The total amount of the temporary loan that will be accumulated on 12/31/2020 will be converted into a six-year loan from the state with an interest rate of 0.75% payable in 72 fixed monthly installments. The monthly installments will be added to the amount paid by employers and self-employed employees to the TKA.
(There are some alternative solutions that we can discuss for the collection of the loans).
Notes:
• The dates of each phase are indicative and subject to change depending on how developments in the economy and public health will evolve.
• How the transition from one period to another will take place can be decided accordingly based on the economic capabilities of the state and conditions. Either the first period should be completed and then move on to the second, or both periods may overlap. The same can apply for the amount of support that will be given by the state, which, however, to operate as an incentive it cannot be below the percentage we point out.

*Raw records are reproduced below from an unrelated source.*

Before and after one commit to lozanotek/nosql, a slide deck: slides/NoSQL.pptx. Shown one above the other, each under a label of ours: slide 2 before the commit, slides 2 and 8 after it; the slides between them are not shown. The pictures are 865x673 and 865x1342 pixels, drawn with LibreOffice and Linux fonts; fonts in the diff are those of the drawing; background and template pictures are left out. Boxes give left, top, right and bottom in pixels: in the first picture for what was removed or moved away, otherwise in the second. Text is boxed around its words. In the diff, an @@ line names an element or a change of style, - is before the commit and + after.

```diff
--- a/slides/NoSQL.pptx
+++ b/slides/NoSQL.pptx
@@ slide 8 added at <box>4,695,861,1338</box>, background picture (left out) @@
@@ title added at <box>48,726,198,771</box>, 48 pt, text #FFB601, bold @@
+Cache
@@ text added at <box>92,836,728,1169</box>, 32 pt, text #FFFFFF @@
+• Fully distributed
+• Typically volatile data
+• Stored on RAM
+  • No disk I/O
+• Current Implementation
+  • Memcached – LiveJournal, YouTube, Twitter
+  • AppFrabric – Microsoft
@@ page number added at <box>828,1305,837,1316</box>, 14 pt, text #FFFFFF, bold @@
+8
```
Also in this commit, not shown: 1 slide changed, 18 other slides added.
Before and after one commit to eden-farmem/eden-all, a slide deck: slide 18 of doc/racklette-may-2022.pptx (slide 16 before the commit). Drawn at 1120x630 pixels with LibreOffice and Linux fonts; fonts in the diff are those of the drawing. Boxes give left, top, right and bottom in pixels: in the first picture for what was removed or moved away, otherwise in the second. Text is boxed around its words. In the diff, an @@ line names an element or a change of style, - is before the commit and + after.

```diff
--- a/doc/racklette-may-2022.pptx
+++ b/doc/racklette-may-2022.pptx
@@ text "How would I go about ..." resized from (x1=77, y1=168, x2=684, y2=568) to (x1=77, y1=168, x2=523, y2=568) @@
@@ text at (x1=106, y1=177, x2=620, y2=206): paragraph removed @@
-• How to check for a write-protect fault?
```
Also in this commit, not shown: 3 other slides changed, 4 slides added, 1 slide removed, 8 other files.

Indispensable precondition: For as long as the subsidies/loans are in force, companies and self-employed workers shall undertake a commitment not to lay off staff.
This proposal could cover all the sectors of the economy except for a few exceptions, such as the Tourism sector, which will need a more specialised proposal adapted to this sector’s needs.
The promotion of domestic tourism through specific packages and schemes for working people and other groups of the population (there is a relevant experience that can be drawn from the pensioner’s and working people’s Schemes) can constitute an essential measure for tourism. Domestic tourism may not be able to make up the losses, but it can provide sighs of relief.
12. Additional measures for the Economy:
(a) Rents: In addition to the above proposals, a bill must also follow for a temporary reduction of rents for both professional purposes, as well as for households. This would provide a further easing of the operating costs of business. The reduction of rents can also occur with the contribution of the state, tenants and owners (AKEL has submitted a relevant proposal).
(b) Wealth tax: In these conditions, the contribution of all must be done according to their capabilities. Therefore, the State can increase its revenues by increasing the burden on those with the most potential possibility to undertake it.